As someone who has spent most of their life in tourism it would be disingenuous not to dedicate this week’s column to all those persons surrendering their quality family time to ensure our cherished visitors receive the best possible holiday ever over the Christmas and New Year period. Not of course forgetting those in the essential services who make the same sacrifice to keep us all safe and sound.
While many people take this for granted, spare a thought for those dedicated workers who fully comprehend that while tourism remains the only game in town that can even remotely return the country to economic viability, they are paying the price, to ensure it happens. I salute you, and I hope that our politicians fully understand what you are giving up for the sake of our nation.
As we rapidly approach another new year, I expect many of us will have a wish list, but 2018, will in my humble opinion, not be about hoping things happen, but making them happen. It has to be abundantly apparent that one of ‘our’ glaring deficiencies is implementation and this is not limited to the public sector.
With the end of my personal working life in tourism in sight, on reflection, one of the biggest disappointments will remain the inability to persuade more sector partners to work closer together in the common destination objective. From a national perspective this could change in 2018, with third, fourth and maybe other political parties vying for power and influence.
Amid the widespread, if not overwhelming disillusionment with our governance status quo, the defining focus could well all change, if these parties secure any number of seats in Parliament. I believe that I am not alone in declaring that I have never joined a political party anywhere and have tried desperately hard to avoid the ego’s, power plays and entrenched blinkered doctrine associated with the existing players for three decades.
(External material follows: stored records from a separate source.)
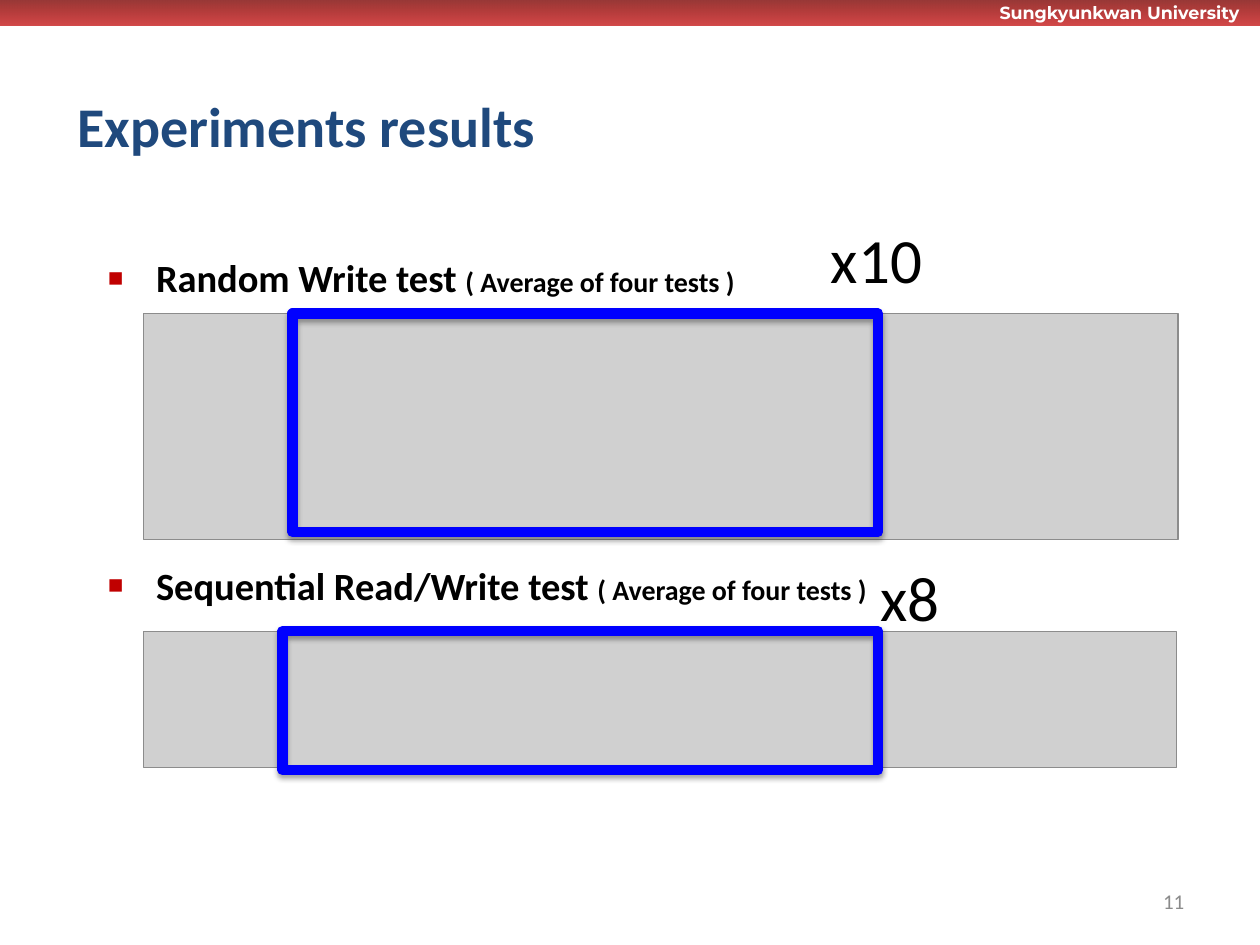
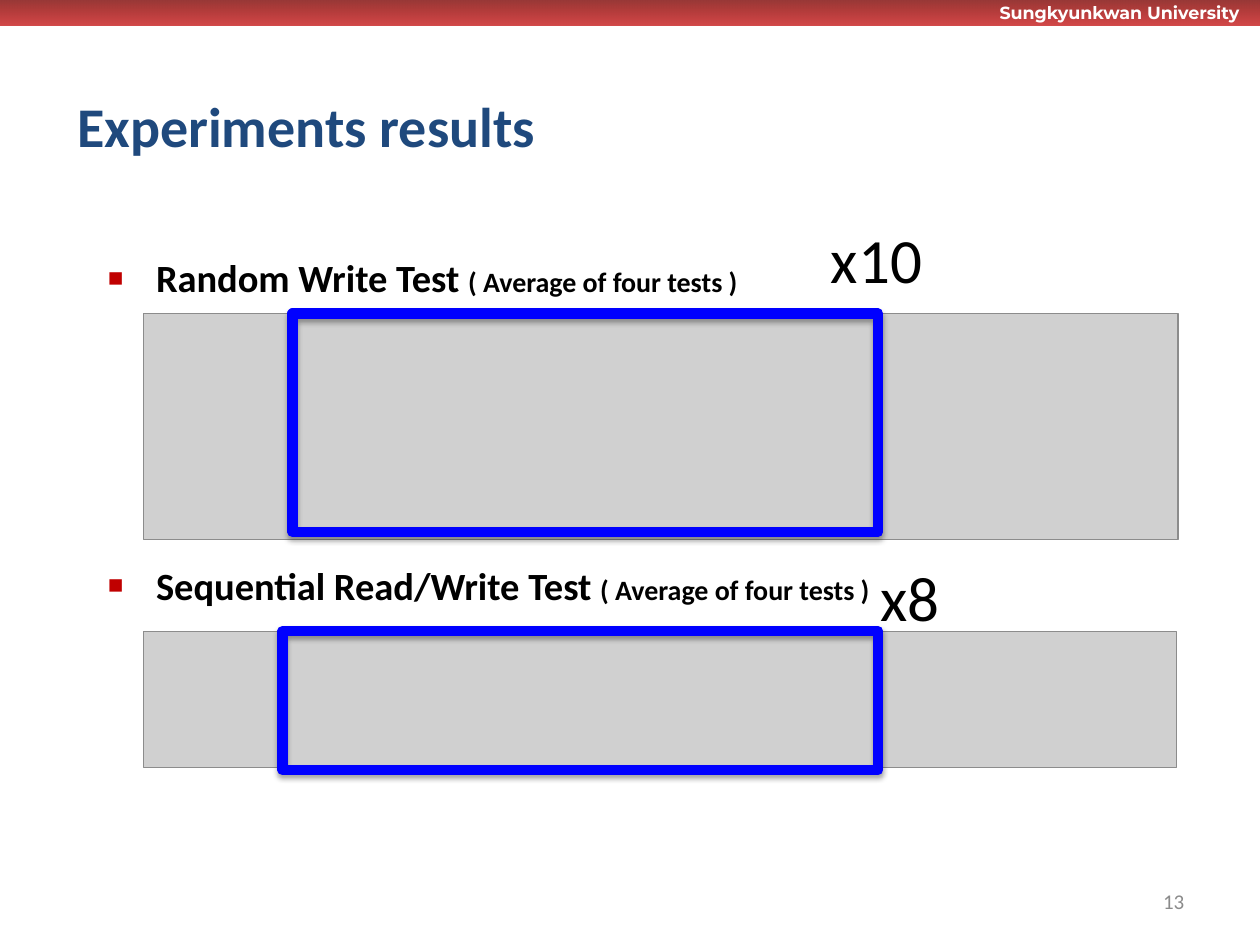
Before and after one commit to wurikiji/tutorial2-dev, a slide deck: slide 13 of docs/발표자료_주석.pptx (slide 11 before the commit). Drawn at 1260x945 pixels with LibreOffice and Linux fonts; fonts in the diff are those of the drawing; grey boxes stand for pictures; background and template pictures are left out. Boxes give left, top, right and bottom in pixels: in the first picture for what was removed or moved away, otherwise in the second. Text is boxed around its words. In the diff, an @@ line names an element or a change of style, - is before the commit and + after.

Commit message:
Presentation Final Version updated

```diff
--- a/docs/발표자료_주석.pptx
+++ b/docs/발표자료_주석.pptx
@@ text at (156, 265, 854, 606): text changed @@
-▪ Random Write test ( Average of four tests )
-▪ Sequential Read/Write test ( Average of four tests )
+▪ Random Write Test ( Average of four tests )
+▪ Sequential Read/Write Test ( Average of four tests )
@@ page number at (1163, 895, 1184, 909): text changed @@
-11
+13
```
Also in this commit, not shown: 5 other slides changed, 1 slide added, 1 other file.
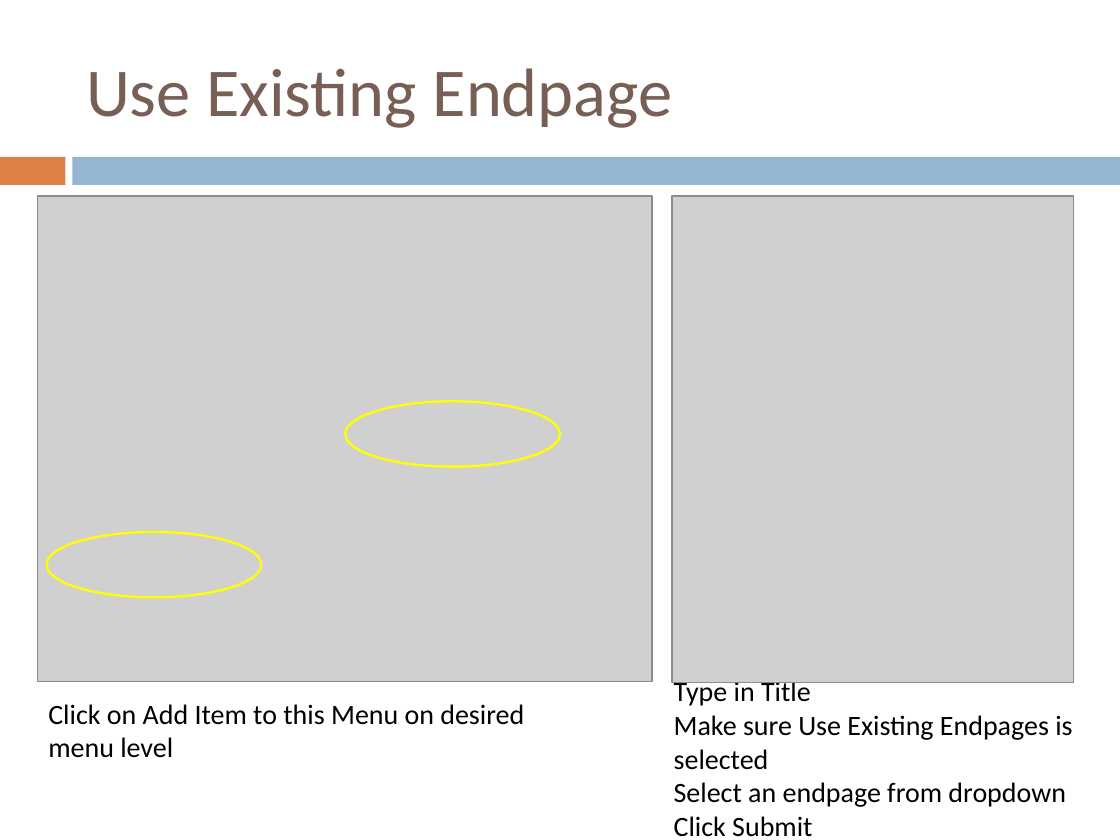
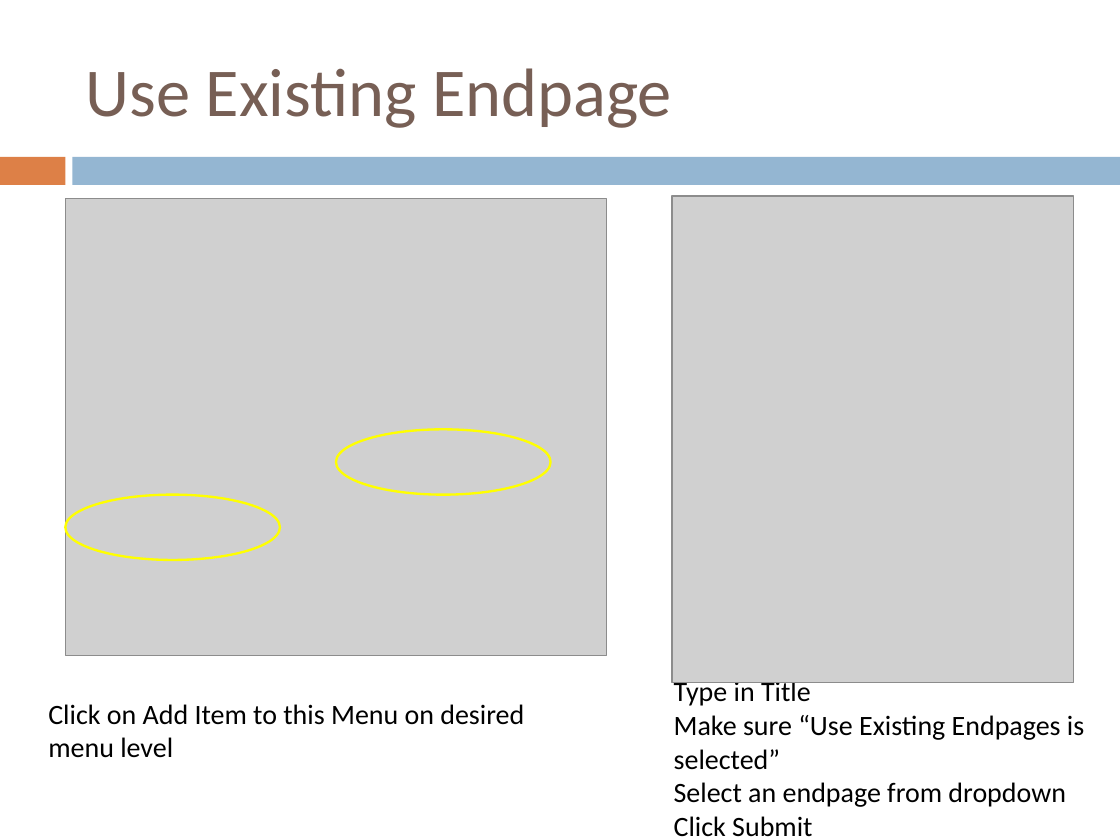
Before and after one commit to anochens/475-Pitt-Health-frontend, a slide deck: slide 10 of data-entry/Data Entry User Guide.pptx. Drawn at 1120x840 pixels with LibreOffice and Linux fonts; fonts in the diff are those of the drawing; grey boxes stand for pictures. Boxes give left, top, right and bottom in pixels: in the first picture for what was removed or moved away, otherwise in the second. Text is boxed around its words. In the diff, an @@ line names an element or a change of style, - is before the commit and + after.

```diff
--- a/data-entry/Data Entry User Guide.pptx
+++ b/data-entry/Data Entry User Guide.pptx
@@ picture resized from (x1=37, y1=196, x2=652, y2=681) to (x1=65, y1=199, x2=606, y2=656) @@
@@ ellipse moved from (x1=345, y1=401, x2=560, y2=466) to (x1=336, y1=429, x2=551, y2=494) @@
@@ ellipse moved from (x1=47, y1=532, x2=262, y2=597) to (x1=65, y1=495, x2=280, y2=560) @@
@@ text at (x1=674, y1=715, x2=1084, y2=770): text changed @@
-Make sure Use Existing Endpages is selected
+Make sure “Use Existing Endpages is selected”
```
Also in this commit, not shown: 7 other slides changed, 2 other files.
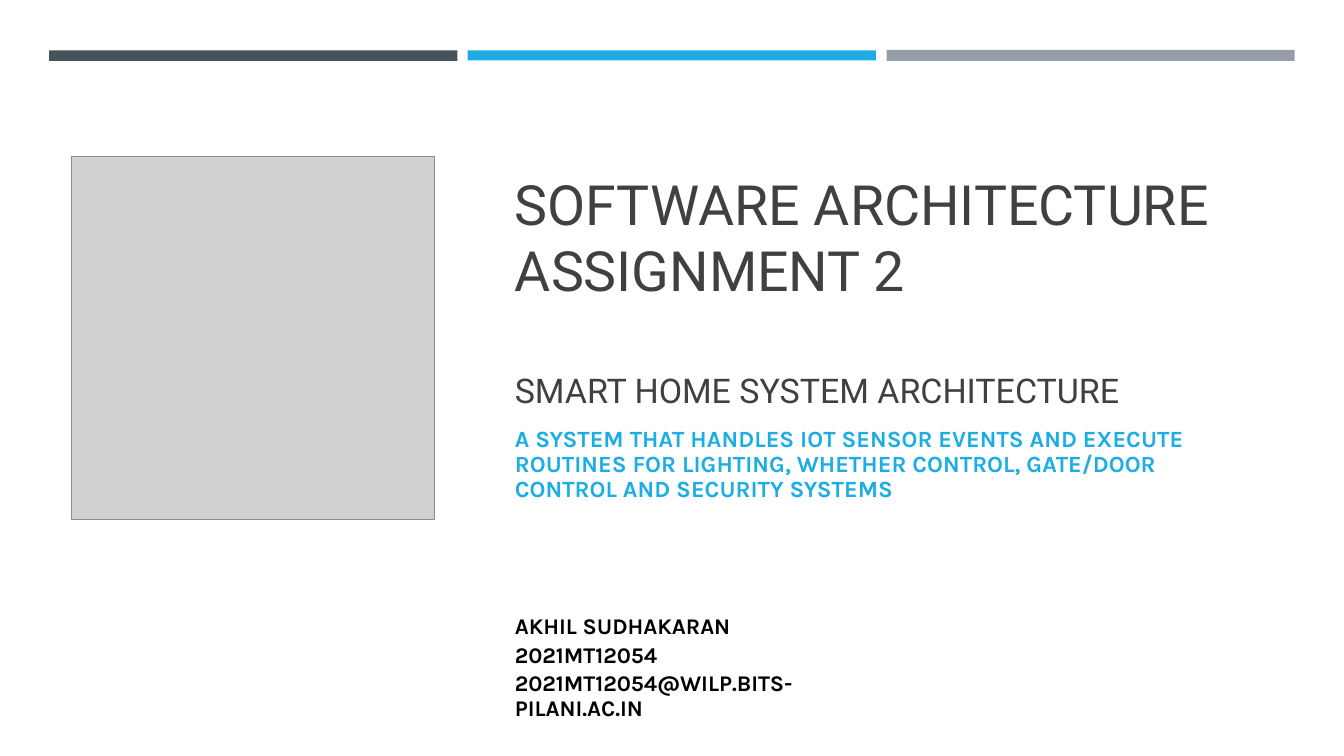
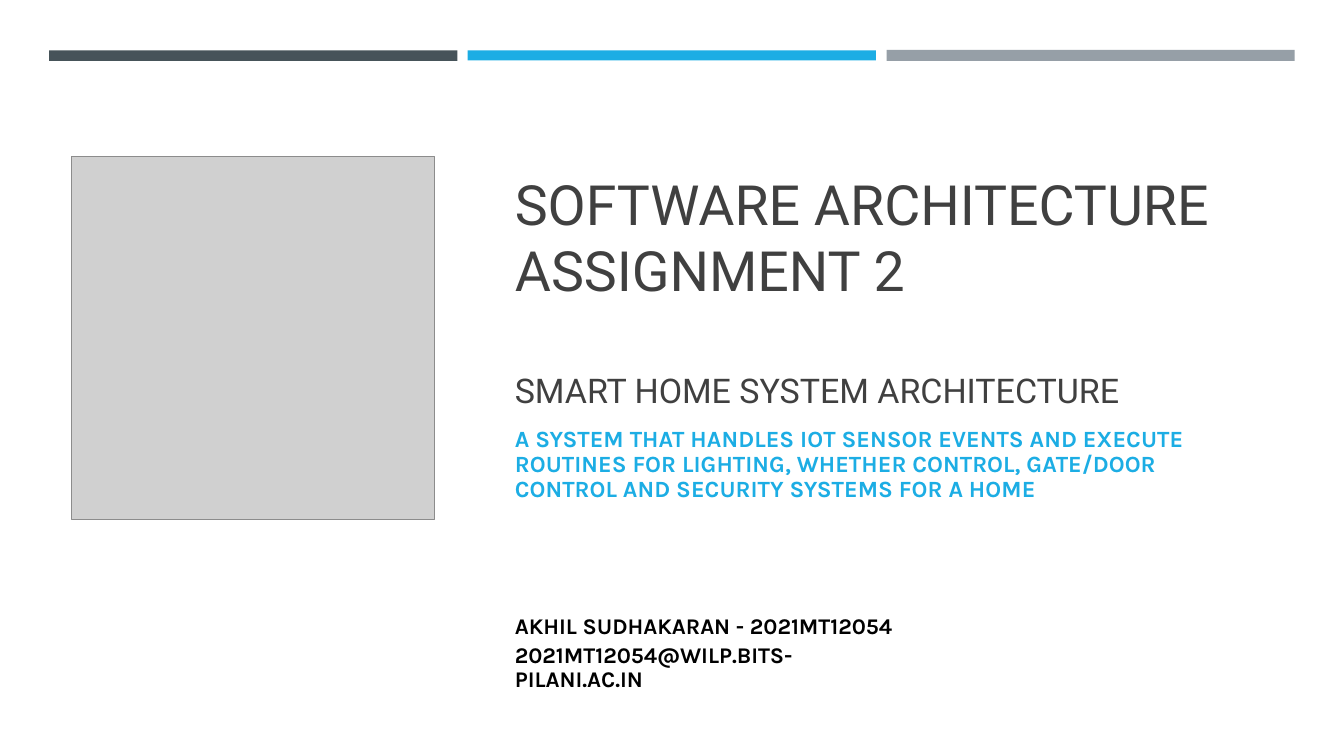
Before and after one commit to Akhilsudh/BITS-Assignment, a slide deck: slide 1 of Semester 2/Software Architecture/Assignment 2/SA-Assignment-2021MT12054.pptx. Drawn at 1344x756 pixels with LibreOffice and Linux fonts; fonts in the diff are those of the drawing; grey boxes stand for pictures. Boxes give left, top, right and bottom in pixels: in the first picture for what was removed or moved away, otherwise in the second. Text is boxed around its words. In the diff, an @@ line names an element or a change of style, - is before the commit and + after.

Commit message:
Updated assignment

```diff
--- a/Semester 2/Software Architecture/Assignment 2/SA-Assignment-2021MT12054.pptx
+++ b/Semester 2/Software Architecture/Assignment 2/SA-Assignment-2021MT12054.pptx
@@ subtitle at (515, 431, 1183, 498): text changed @@
-A SYSTEM THAT HANDLES IOT SENSOR EVENTS AND EXECUTE ROUTINES FOR LIGHTING, WHETHER CONTROL, GATE/DOOR CONTROL AND SECURITY SYSTEMS
+A SYSTEM THAT HANDLES IOT SENSOR EVENTS AND EXECUTE ROUTINES FOR LIGHTING, WHETHER CONTROL, GATE/DOOR CONTROL AND SECURITY SYSTEMS FOR A HOME
@@ text at (515, 619, 892, 635): text changed @@
-AKHIL SUDHAKARAN
-2021MT12054
+AKHIL SUDHAKARAN - 2021MT12054
```
Also in this commit, not shown: 5 other slides changed, 1 other file.

What seems inescapable is that we usually have just one opportunity every five years, to hopefully elect representatives who will steer the country on the right course. And that these people, when placed in power, have the ability to make illogical decisions that could easily destroy all the work and aspirations that those in the private sector have strived for over generations and severely devalue their investment.
I read very carefully the recently quoted impassioned pleas by one of our leading hoteliers, having spent decades building a successful local business, which is now continuing with dedicated family members, stating that this investment is now in peril. Not due to bad management or inefficiencies, but simply down to the granting of unilateral unique concessions to a single operator, who largely avoids banking the majority of their earned revenue here at all.
Compound this with Government selling off taxpayer owned hotels at far below their stated value and the scenario painted by Gordon Seale ‘would essentially run local hotels out of business’ begins to take on a credible face of reality. What is the administration thinking? If this prediction actually happens, who would the hundreds of displaced employees and their dependents vote for?